Friday, March 30, 2007

The Ballad of Uncle Walt's peepin' tommin' down to Port Clyde


Charles Wilder Oakes
"Got Caught"
(Private Collection).
Acrylic on panel
24 1/2 X 20 1/2 in.



A face through a fogged-up window. . .cleared away with a patched old overcoat cuff, and an old salt sea dog's paw, with the other clutching tight on a half swilled PBR, you want to bet!! My uncle Walt Anderson was notorious for a good many things, down around the back streets and shoreline lanes of "old Port Clyde". Certainly for being Andrew Wyeth's closest Maine friend, confidant, and subject of a good many of Andrew's best known paintings. Walter and his brother Robert Anderson, as do a great many of the former denizens of what I term "Old Port Clyde" seem to me now more and more like some legend followed up on and collected by the brothers Grimm. I recall at the last of it, in uncle Walt's last days, uncle Walt was a kind of good will ambassador for Andrew Wyeth and old Port Clyde -- the Port Clyde of the 1960's and up to the mid 70's, that still had "the old ways". . .I don't know quite how to say it any better than that. A way of life we all knew and loved down there -- rough and tumble, untidily gentrified, scrapin' and scrapping, all kinds of life rigmarole, comin' at ya and going' the other way, all to once.

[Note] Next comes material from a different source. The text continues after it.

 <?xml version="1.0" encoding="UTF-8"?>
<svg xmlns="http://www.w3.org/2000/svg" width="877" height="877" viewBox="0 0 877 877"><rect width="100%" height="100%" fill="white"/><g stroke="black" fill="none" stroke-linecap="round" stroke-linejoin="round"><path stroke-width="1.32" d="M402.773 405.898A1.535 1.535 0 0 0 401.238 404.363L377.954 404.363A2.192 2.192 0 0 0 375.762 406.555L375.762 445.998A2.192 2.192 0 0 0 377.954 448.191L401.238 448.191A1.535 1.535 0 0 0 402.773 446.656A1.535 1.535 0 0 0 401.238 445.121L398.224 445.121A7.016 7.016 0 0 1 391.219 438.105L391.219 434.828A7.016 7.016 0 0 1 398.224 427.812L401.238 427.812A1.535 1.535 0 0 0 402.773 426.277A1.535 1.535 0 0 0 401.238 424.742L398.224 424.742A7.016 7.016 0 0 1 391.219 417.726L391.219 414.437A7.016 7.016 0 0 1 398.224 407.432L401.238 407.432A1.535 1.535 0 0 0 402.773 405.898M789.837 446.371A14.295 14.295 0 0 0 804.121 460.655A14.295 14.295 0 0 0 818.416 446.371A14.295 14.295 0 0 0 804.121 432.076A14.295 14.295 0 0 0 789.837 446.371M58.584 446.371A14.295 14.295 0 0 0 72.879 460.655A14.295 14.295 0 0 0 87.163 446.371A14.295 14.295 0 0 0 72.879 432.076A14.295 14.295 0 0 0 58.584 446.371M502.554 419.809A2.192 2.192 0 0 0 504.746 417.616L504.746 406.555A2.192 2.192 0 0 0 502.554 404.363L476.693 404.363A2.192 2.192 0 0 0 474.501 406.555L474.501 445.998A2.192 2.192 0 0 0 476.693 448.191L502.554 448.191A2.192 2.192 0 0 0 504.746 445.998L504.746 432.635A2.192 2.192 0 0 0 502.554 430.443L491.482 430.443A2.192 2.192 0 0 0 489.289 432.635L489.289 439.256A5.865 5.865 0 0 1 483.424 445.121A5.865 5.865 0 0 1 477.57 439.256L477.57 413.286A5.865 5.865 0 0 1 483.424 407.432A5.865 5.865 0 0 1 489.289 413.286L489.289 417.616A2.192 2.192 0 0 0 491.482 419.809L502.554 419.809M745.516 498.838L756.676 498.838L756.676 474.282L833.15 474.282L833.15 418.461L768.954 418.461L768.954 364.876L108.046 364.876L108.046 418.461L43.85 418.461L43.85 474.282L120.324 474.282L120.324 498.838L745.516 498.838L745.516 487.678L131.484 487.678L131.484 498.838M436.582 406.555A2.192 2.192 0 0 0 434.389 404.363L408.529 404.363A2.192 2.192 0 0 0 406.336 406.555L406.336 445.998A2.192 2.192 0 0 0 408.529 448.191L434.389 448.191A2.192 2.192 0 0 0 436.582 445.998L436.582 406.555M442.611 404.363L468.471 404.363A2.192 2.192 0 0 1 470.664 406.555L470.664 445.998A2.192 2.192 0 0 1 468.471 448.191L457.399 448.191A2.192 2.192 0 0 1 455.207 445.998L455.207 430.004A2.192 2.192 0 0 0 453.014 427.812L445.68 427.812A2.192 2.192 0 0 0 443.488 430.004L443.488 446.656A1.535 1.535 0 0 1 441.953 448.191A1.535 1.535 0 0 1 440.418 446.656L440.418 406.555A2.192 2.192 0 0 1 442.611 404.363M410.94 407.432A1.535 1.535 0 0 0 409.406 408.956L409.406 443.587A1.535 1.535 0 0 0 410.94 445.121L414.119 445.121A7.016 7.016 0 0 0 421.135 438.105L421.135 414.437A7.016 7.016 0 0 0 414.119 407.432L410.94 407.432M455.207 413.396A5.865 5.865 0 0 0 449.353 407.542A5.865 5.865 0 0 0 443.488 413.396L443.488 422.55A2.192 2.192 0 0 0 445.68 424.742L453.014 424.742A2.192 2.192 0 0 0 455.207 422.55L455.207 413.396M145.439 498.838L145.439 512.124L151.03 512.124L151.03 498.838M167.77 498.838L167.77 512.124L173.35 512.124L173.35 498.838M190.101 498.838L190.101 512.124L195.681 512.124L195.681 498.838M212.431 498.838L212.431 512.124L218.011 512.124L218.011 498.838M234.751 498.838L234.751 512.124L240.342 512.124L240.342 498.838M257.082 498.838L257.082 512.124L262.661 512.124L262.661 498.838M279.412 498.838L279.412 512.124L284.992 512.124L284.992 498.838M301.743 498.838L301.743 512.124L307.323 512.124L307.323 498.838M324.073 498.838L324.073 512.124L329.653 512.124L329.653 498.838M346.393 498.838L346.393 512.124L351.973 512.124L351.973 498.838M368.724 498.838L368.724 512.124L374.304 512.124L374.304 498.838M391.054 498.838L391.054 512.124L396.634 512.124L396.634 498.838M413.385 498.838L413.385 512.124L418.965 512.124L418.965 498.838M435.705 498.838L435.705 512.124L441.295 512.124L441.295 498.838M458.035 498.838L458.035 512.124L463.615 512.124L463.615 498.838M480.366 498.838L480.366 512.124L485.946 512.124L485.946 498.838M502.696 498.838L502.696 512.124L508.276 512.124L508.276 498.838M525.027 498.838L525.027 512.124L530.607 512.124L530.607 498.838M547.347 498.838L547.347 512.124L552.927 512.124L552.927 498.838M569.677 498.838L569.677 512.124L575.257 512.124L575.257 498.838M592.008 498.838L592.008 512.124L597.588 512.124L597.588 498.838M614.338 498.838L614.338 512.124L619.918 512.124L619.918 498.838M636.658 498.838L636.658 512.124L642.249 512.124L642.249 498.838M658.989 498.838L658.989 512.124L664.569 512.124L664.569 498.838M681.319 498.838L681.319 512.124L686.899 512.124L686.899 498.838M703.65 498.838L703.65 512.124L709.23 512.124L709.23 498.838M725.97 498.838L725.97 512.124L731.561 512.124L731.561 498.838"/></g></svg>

Time flies, and in those days Port Clyde was populated with the kind of fishermen I remember, (bear with me for just a few names, because I can't name 'em all -- there's just too many of 'em) let's say: "Jack" Cushman, Buster, and Woodrow, the Hupper's, Carlos Davis, Old Cony and Crow Morris, Block, Fawd, Gump, Earl, the Simmons's, and Stanley Stone, and on and on, who are mostly all over to "The Ridge" now; them and their widows gone behind them too, and some of their children, even. A lot of these all in the family. The six Hussey sisters migrated over from Friendship village after all, to Port Clyde, and they married into the Port Clyde families, and they had children, and their children had children -- and time flies.

By the time I got to know uncle Walt, there was no question he was well on his way to becoming the town derelict, and I don't say that in any "judgmental sense", it was just simply his path to walk, and the way it was. Well we all knew uncle Walt also was well known to go out walkin' (shades of Patsy Cline on the radio from the old days) after hours. He'd be making his rounds and sizing' up who he'd likely be "peepin' Tommin'."

Hard to tell who he spied in on all across the years down to Port. I know more than a few certainly from first hand stories. But it was most likely whomever took his fancy at the time, and was within reasonable walking distance 'round town. A place where the lay of the land provided some brushy shelter. A good "hideout place" -- all the better to stand there and pound back a few frosties, stay out of the window and porch lights, and get entertained for the evening.

Summer wimmin in their rental places, were a good bet for sure, because they were "from away", and just by and large "clueless". Then there was always the current crop of choice local teenage girls, and probably a cadre of the old ladies too, sitting around half naked combing their hair after a good hot bath, on a Sunday night. All of them in their underwear unawares that Uncle Walt was lurking just outside the window having a few cold ones of liquid courage, and "peerin' in".

And we all knew it was uncle Walt, or blamed it on him at any rate. (Sometimes you see, if the wind blew something over outside, or started in a branch to scratching up against the outside of the house, you'd pause and someone would inevitably say: "Uncle Walt! " or "Uncle Walt?! that you?!!" and we'd all laugh and go back to eating supper).

Sometimes it really WAS uncle Walt, though. He'd get caught by someone and there'd be a shriek and a flurry of activity, but by the time you got into your own boots and threw a sweater on, and got the storm door open, all you could hear of Ol' Walt was distant scurrying sounds out there in the dark. Uncle Walt huffing and puffing, headed back to the village as fast as his hip boots could carry him down those snowy roads. And that would be that.

You could probably trail him, but he knew enough to hide his tracks once he got back near to base at Charlie Culver's fish house. He was a pirate, after all. Pirates know a lot of ways to hide things. Still and all come the early morning hours there'd be "evidence" on occasion, that old Walt had drifted 'round a-visitin'. A bottle of Reunité wine, dead soldiered, or some empty Pabst Blue Ribbon cans laying half buried in the snow along with all these boot prints showing where uncle Walt had been milling around underneath the shelter of the spruce and fir trees, and walking back and fourth to the windows.